Records excerpted from a collection:
Segment Open
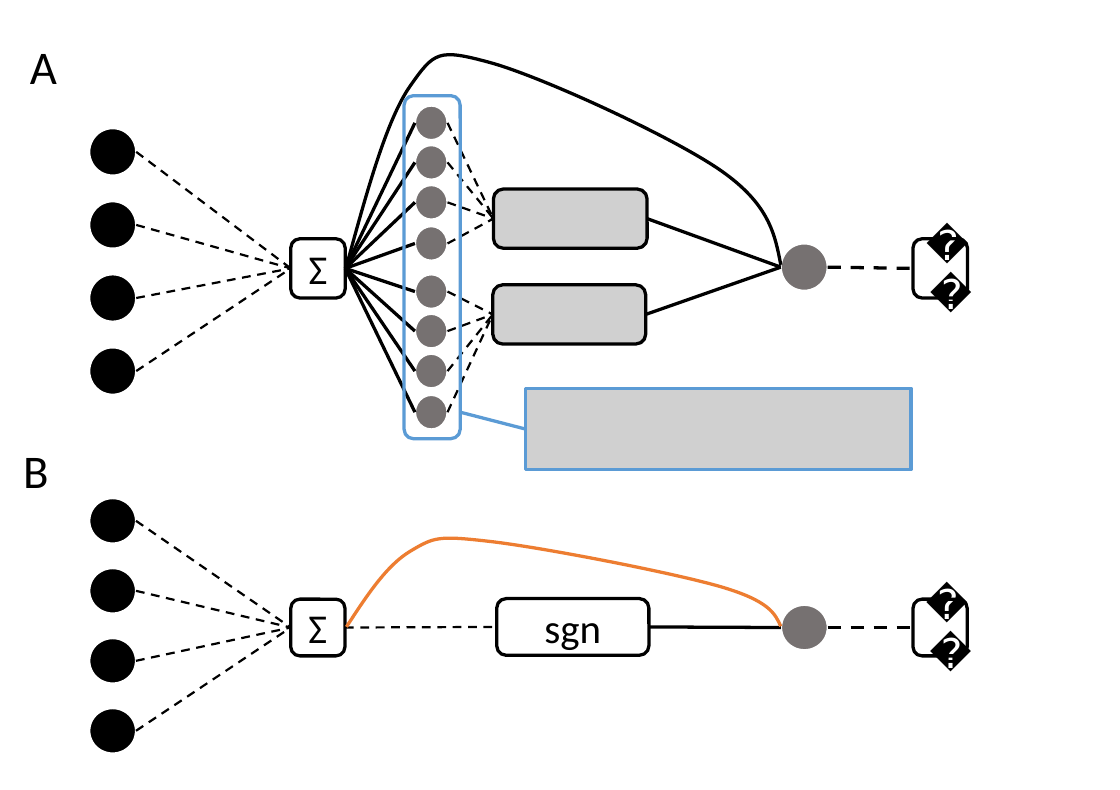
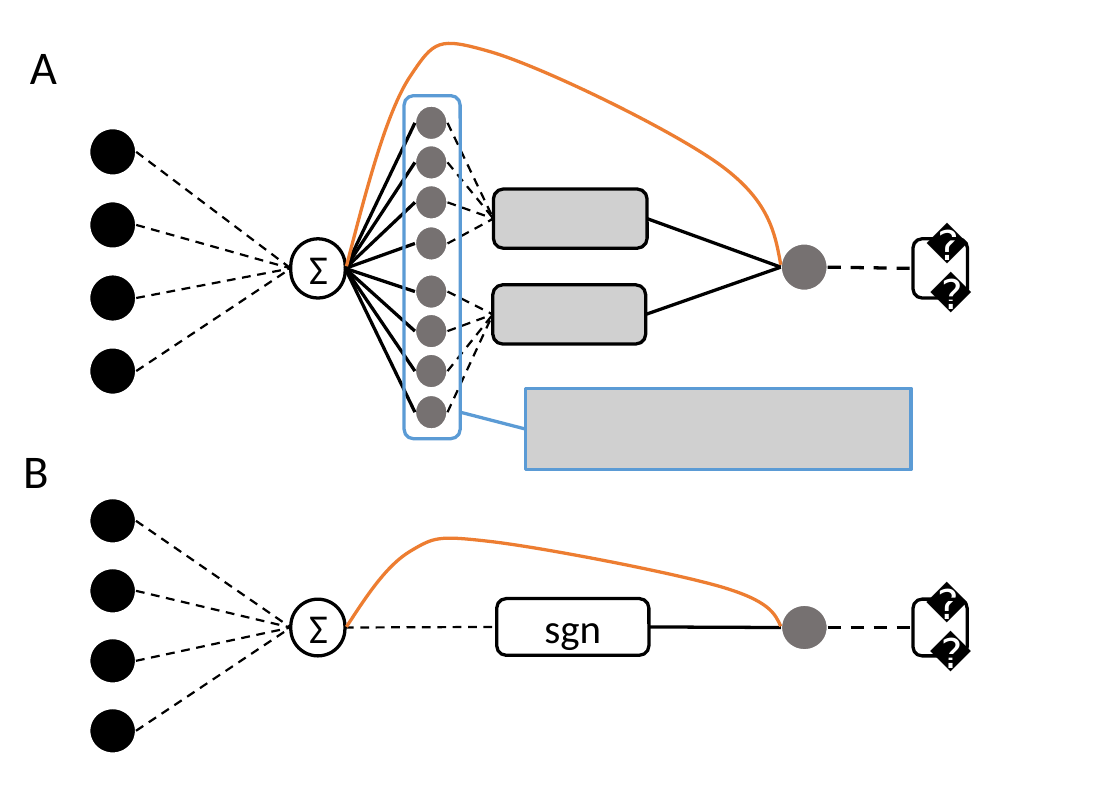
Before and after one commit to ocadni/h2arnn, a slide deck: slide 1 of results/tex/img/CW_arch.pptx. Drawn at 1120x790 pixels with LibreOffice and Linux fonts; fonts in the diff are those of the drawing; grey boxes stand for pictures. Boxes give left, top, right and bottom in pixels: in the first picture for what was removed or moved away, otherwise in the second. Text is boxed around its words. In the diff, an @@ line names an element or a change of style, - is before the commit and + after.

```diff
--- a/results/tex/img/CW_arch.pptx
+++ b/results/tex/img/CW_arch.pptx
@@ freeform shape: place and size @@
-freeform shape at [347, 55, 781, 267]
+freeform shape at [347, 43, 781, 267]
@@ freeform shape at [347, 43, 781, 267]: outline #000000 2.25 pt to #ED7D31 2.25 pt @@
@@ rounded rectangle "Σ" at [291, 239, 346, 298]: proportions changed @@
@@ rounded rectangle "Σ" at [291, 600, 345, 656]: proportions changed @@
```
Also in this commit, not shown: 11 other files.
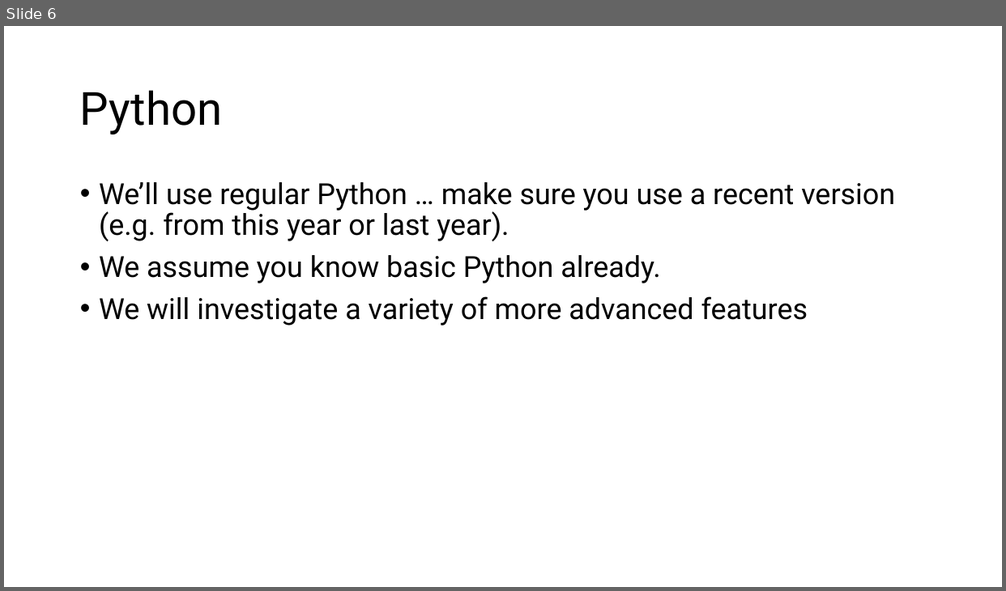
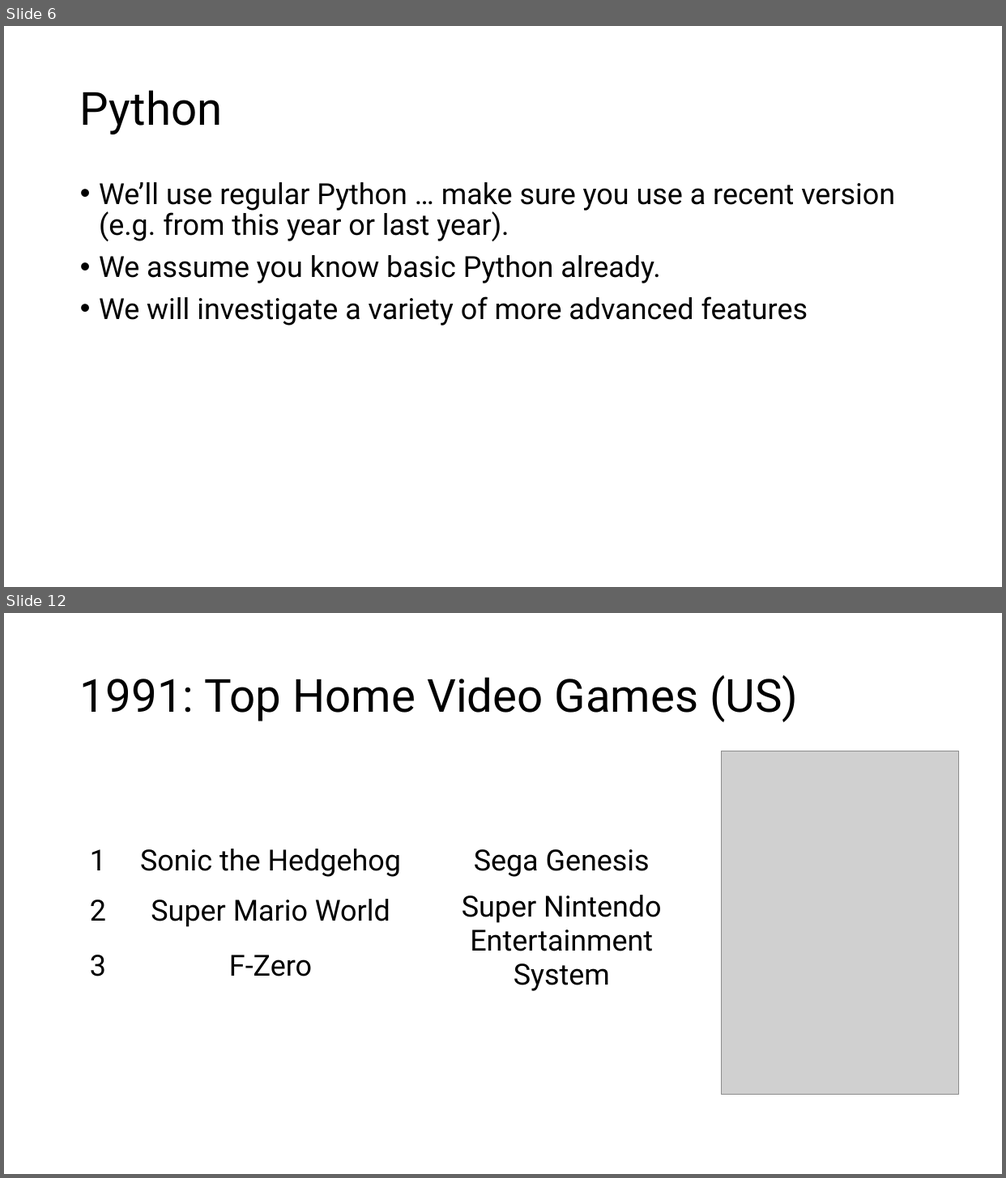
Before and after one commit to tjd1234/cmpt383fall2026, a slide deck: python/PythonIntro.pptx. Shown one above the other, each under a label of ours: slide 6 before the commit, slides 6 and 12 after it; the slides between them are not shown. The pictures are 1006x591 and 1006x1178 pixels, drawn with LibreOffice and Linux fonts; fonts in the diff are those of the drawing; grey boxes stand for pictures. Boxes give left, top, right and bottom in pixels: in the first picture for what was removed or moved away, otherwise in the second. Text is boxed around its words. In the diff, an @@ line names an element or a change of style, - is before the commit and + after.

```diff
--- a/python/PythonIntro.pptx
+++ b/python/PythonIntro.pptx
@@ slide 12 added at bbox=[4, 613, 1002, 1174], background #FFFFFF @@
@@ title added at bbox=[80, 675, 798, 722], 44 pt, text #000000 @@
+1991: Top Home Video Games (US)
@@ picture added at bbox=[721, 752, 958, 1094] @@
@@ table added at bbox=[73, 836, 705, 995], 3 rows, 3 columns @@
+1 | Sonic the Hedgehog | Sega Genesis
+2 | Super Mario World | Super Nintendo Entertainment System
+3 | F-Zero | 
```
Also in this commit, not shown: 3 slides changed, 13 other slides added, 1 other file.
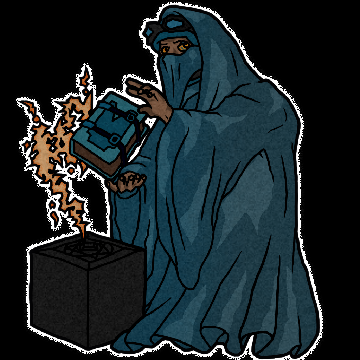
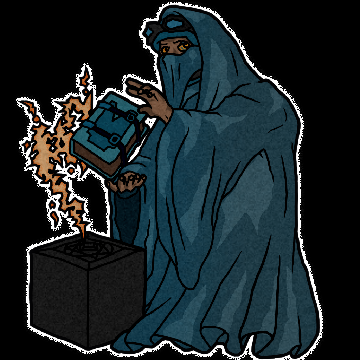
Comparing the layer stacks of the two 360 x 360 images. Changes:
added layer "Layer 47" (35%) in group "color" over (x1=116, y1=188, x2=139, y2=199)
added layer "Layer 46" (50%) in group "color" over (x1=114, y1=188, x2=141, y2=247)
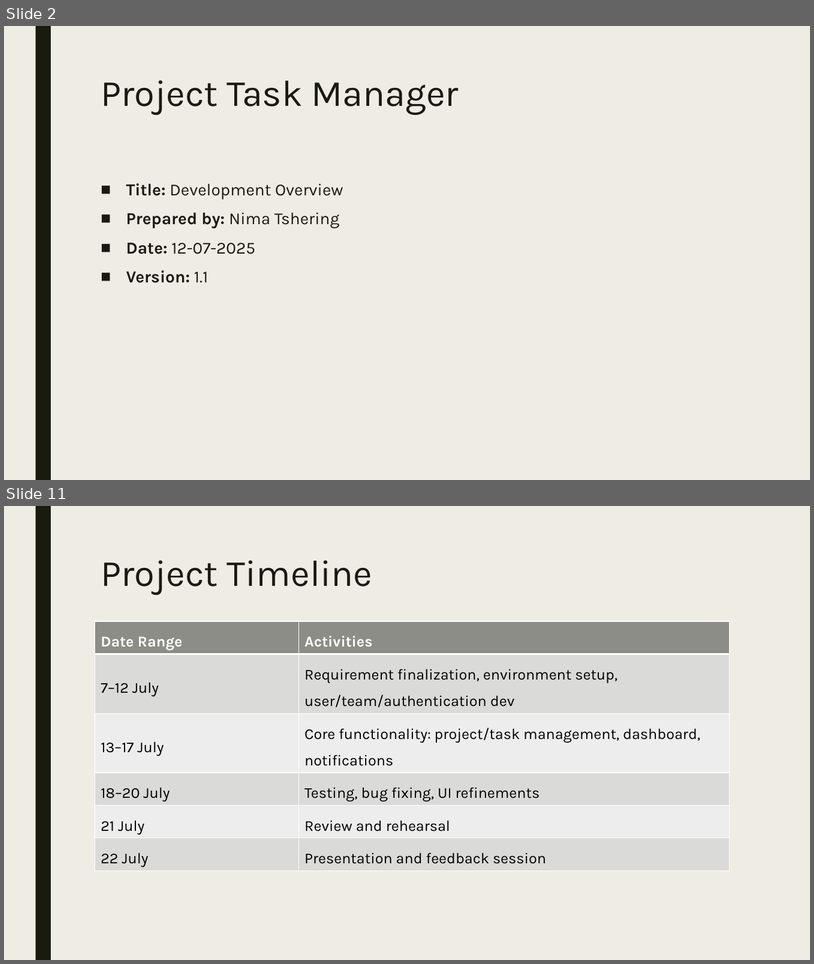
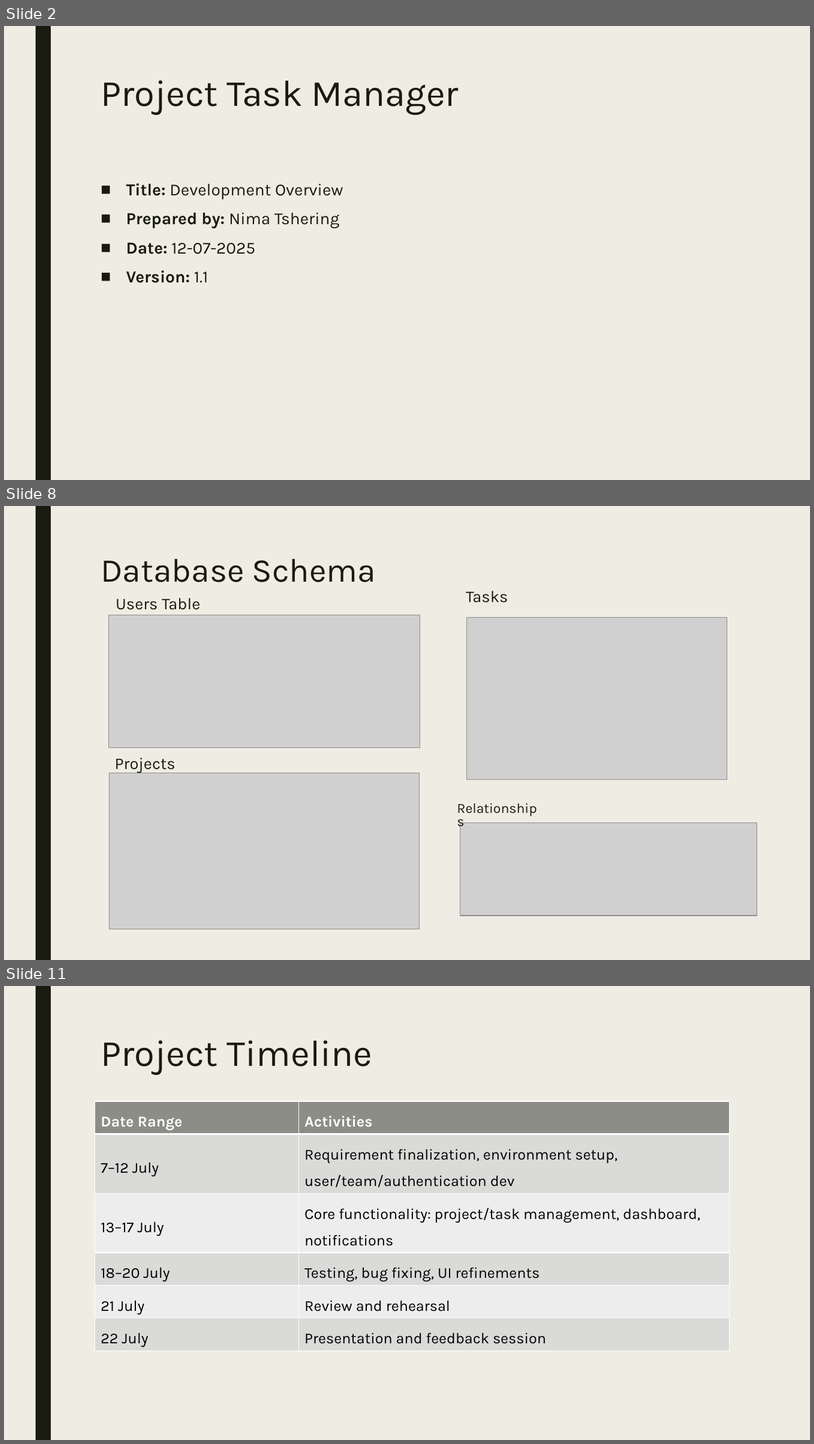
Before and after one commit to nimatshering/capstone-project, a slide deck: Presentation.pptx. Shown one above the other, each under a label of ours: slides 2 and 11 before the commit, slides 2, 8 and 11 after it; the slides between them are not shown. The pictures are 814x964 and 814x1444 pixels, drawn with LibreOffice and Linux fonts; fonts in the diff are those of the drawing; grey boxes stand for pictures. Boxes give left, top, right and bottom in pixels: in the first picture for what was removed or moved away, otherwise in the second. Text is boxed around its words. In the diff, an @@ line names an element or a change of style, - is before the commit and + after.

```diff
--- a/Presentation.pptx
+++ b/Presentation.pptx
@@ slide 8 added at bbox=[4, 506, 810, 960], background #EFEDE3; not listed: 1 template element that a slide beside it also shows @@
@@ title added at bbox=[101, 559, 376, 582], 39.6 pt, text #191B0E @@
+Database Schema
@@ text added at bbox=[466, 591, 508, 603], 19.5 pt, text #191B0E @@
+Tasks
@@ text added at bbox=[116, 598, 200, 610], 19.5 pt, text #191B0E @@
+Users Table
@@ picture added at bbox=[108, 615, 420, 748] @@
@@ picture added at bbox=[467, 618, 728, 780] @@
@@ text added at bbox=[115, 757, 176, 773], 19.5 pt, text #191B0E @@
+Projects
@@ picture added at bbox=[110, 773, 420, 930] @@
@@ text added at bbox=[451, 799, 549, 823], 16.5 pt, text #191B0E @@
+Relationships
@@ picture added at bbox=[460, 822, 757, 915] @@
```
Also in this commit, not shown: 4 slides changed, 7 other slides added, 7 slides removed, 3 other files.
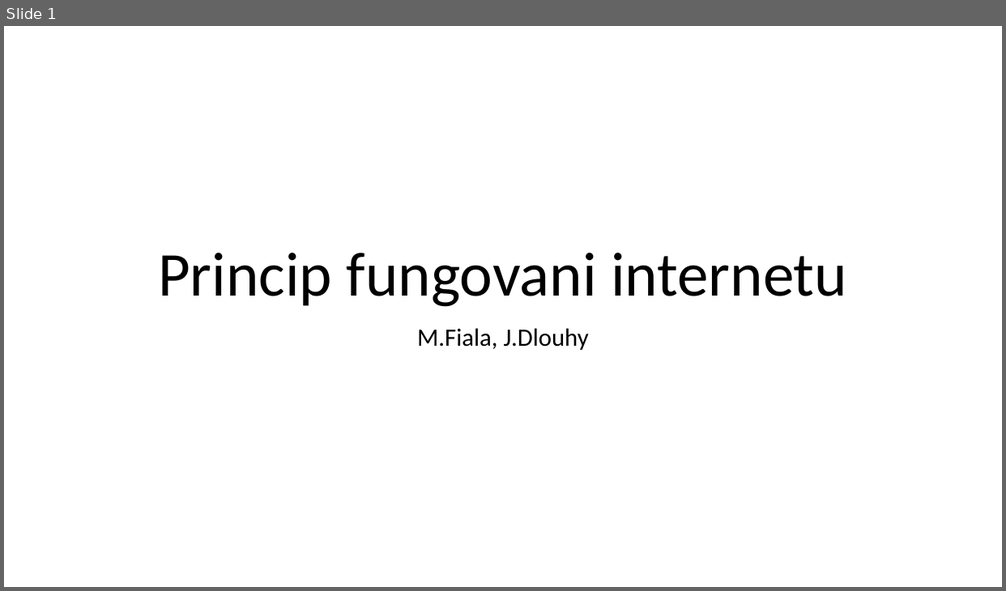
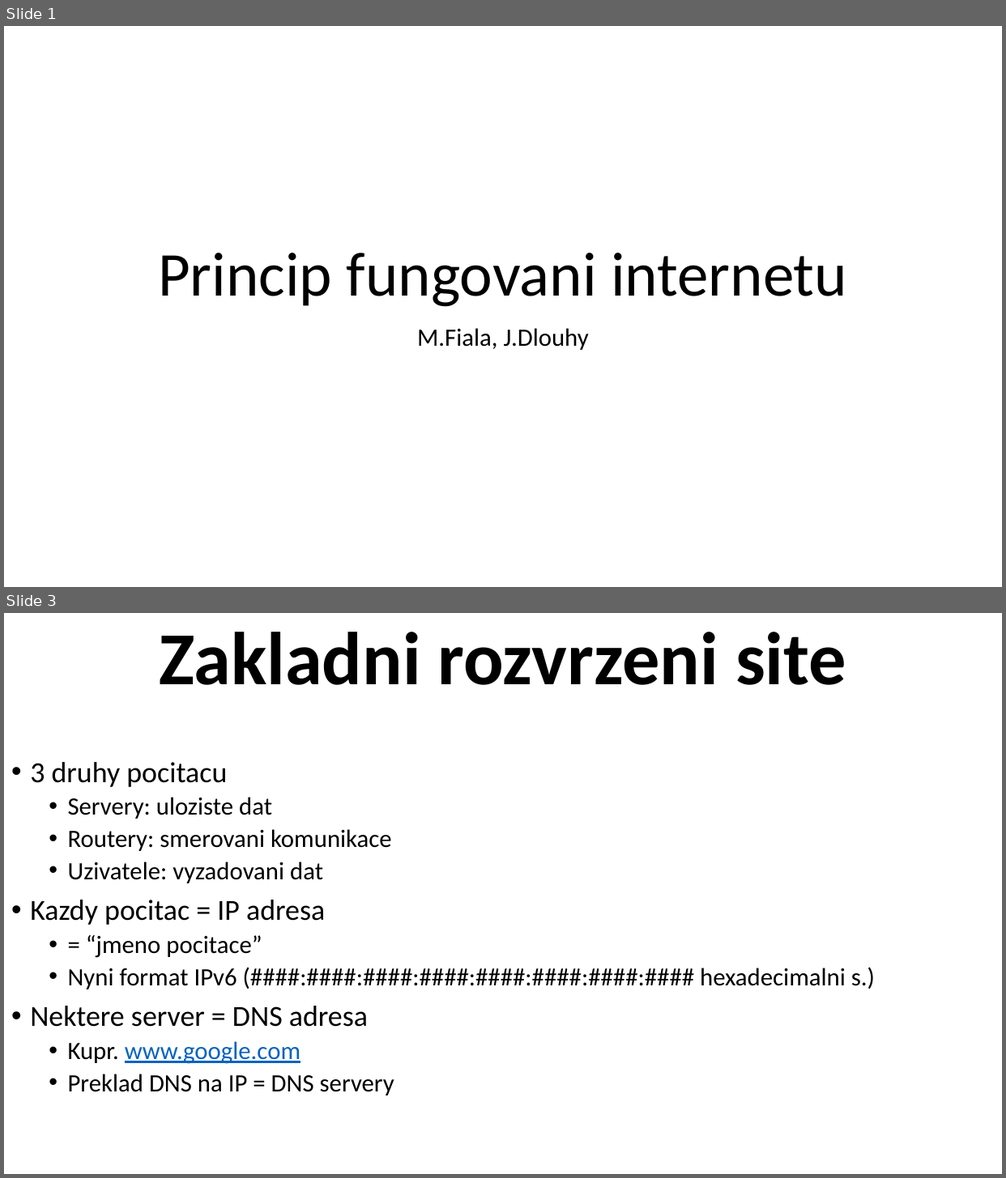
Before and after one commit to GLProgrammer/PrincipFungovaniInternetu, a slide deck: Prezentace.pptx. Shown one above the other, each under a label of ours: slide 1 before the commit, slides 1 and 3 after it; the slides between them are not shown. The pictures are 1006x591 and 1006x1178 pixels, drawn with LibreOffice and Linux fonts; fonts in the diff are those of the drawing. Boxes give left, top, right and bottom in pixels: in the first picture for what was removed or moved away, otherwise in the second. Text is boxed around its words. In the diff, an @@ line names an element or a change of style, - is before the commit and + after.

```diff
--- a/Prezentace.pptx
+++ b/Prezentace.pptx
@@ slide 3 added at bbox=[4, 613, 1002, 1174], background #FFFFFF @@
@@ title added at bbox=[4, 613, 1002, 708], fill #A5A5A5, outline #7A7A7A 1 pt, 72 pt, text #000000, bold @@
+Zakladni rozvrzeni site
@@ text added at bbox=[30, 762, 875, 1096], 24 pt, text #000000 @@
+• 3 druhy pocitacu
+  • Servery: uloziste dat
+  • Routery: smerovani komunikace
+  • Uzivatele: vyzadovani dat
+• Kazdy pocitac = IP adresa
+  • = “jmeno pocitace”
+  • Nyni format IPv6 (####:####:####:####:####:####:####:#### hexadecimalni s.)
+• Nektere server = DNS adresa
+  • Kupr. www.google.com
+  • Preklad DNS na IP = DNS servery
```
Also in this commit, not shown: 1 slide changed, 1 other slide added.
Segment Closed
→ Work required
Report every line of the records that contains the word "results".

→ Your response
Before and after one commit to ocadni/h2arnn, a slide deck: slide 1 of results/tex/img/CW_arch.pptx. Drawn at 1120x790 pixels with LibreOffice and Linux fonts; fonts in the diff are those of the drawing; grey boxes stand for pictures. Boxes give left, top, right and bottom in pixels: in the first picture for what was removed or moved away, otherwise in the second. Text is boxed around its words. In the diff, an @@ line names an element or a change of style, - is before the commit and + after.
--- a/results/tex/img/CW_arch.pptx
+++ b/results/tex/img/CW_arch.pptx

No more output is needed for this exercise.